Life Force (also known as Salamander in Japan) turned out to be, for lack of a better analogy, like a drastic re-write of Fantastic Voyage in which the protagonists had no vested interest whatsoever in preserving the life of the organism into which they'd been injected. (Or, if you're not into books, imagine a remake of Innerspace in which Dennis Quaid's sole purpose is the destruction of Martin Short.)
As the game's instruction manual explains, a rather large alien called Zelos has become over-zealous in his eating habits. He has basically eaten everything in the universe, including Easter Island and ancient Egypt, and now must be destroyed from the inside. The 80s kid in me hears that plot description and can't help but yell, "TOTALLY AWESOME, DUDE!"
And it was awesome. But I have to say, a lot of stuff about Life Force didn't make a whole lot of sense. For example, why is the very first boss a huge, flying brain with arms and an eyeball? And why is Stage Five full of all that King Tut crap? And why is Stage Six infested with leaping moai heads that spit donuts?
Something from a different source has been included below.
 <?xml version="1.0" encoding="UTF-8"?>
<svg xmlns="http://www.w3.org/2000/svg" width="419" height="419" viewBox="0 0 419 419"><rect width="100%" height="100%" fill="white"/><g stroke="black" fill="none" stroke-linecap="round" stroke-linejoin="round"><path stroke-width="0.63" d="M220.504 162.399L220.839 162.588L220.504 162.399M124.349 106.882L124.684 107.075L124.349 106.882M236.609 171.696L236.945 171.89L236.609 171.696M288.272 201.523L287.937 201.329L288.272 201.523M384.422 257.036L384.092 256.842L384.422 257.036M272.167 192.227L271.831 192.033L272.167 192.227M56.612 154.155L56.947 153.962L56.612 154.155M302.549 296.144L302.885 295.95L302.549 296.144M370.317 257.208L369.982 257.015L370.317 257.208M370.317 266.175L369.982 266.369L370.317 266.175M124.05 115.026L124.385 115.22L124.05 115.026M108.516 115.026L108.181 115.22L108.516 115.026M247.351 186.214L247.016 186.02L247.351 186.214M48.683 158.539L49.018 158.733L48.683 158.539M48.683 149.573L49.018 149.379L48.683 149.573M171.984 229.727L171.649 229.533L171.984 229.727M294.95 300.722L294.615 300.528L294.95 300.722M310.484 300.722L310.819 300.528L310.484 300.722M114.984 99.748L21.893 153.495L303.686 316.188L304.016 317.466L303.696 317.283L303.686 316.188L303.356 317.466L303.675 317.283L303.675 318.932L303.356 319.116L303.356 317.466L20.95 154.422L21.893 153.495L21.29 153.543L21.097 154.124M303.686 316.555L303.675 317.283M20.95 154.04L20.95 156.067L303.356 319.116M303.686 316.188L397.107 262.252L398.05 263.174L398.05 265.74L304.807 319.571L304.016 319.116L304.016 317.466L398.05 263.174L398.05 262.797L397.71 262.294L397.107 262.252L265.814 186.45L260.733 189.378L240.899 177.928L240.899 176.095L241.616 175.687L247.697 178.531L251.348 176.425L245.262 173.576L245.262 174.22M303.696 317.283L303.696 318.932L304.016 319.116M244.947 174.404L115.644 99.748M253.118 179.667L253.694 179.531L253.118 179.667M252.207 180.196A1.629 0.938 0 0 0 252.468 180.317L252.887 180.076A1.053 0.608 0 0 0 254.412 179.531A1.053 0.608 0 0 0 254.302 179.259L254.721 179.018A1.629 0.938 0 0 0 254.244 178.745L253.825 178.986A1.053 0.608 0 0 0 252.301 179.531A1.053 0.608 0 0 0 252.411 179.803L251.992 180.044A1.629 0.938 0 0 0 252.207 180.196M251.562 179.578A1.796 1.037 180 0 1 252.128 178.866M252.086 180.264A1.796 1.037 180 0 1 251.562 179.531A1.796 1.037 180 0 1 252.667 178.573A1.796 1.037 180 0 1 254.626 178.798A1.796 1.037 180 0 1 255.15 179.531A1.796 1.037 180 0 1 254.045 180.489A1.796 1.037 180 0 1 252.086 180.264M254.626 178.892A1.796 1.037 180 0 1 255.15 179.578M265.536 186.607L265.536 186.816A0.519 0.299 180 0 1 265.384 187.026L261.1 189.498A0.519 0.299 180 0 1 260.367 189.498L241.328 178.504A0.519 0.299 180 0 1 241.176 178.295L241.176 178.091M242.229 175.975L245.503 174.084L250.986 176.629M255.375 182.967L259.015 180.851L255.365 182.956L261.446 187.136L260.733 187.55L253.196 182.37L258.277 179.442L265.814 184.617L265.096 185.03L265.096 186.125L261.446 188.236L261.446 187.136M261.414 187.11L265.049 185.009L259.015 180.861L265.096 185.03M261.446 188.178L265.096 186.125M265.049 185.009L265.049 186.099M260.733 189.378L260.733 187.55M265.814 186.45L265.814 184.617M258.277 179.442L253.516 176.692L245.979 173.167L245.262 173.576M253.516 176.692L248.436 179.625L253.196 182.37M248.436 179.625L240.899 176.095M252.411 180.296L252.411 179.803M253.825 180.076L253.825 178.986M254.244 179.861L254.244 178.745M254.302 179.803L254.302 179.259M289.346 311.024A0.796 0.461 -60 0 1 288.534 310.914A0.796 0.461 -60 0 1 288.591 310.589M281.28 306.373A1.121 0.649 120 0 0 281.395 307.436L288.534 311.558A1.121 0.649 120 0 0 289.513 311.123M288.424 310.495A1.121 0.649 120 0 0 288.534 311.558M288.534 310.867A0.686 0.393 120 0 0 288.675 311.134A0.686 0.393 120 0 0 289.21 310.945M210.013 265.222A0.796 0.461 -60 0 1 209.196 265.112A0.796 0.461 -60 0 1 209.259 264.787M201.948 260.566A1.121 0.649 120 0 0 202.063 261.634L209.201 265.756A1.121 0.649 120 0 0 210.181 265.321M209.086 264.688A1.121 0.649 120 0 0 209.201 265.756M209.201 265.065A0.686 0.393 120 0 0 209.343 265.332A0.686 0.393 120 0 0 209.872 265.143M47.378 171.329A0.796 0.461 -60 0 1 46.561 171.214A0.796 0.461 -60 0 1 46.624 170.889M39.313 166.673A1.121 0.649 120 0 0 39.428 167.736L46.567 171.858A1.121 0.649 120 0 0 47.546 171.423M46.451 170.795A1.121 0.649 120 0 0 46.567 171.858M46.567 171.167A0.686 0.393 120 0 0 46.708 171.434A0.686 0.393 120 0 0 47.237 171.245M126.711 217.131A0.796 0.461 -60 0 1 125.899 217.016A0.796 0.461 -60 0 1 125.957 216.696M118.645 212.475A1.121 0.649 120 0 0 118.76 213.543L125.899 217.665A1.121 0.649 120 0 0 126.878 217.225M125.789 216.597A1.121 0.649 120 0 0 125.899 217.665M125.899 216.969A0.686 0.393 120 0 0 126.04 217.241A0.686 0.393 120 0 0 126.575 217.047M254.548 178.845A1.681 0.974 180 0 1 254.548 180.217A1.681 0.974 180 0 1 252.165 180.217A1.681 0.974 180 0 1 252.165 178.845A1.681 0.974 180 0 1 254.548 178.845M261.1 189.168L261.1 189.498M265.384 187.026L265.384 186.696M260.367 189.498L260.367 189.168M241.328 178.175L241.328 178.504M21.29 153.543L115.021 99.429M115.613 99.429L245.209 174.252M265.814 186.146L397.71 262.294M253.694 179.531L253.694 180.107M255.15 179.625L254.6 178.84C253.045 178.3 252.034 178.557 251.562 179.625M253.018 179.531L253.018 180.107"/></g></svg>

In retrospect, however, my young mind didn't dwell for very long on such technicalities. I was too busy marveling at how radical it was to play a cooperative two-player game with my best friend, and not have to keep dropping quarters into it. I was too busy improving my Vic Viper space fighter with enough SPEED, MISSILE, LASER and OPTION upgrades to make it an unstoppable storm of flying firepower. I was too busy swearing at the hundreds of dirty tricks the game pulled, specifically for the purpose of killing me. Especially those damn solar flares in Stage Three.
Life Force's winning combination of giant brains, challenging gameplay and memorable music (a cornerstone of Konami's scrolling shooters) quickly endeared the game to my younger sister and I. We teamed up to plow through all six stages while singing impromptu lyrics to the game's soundtrack. We fought over who would pick up which power-ups. We were Konami kids, once and for all time.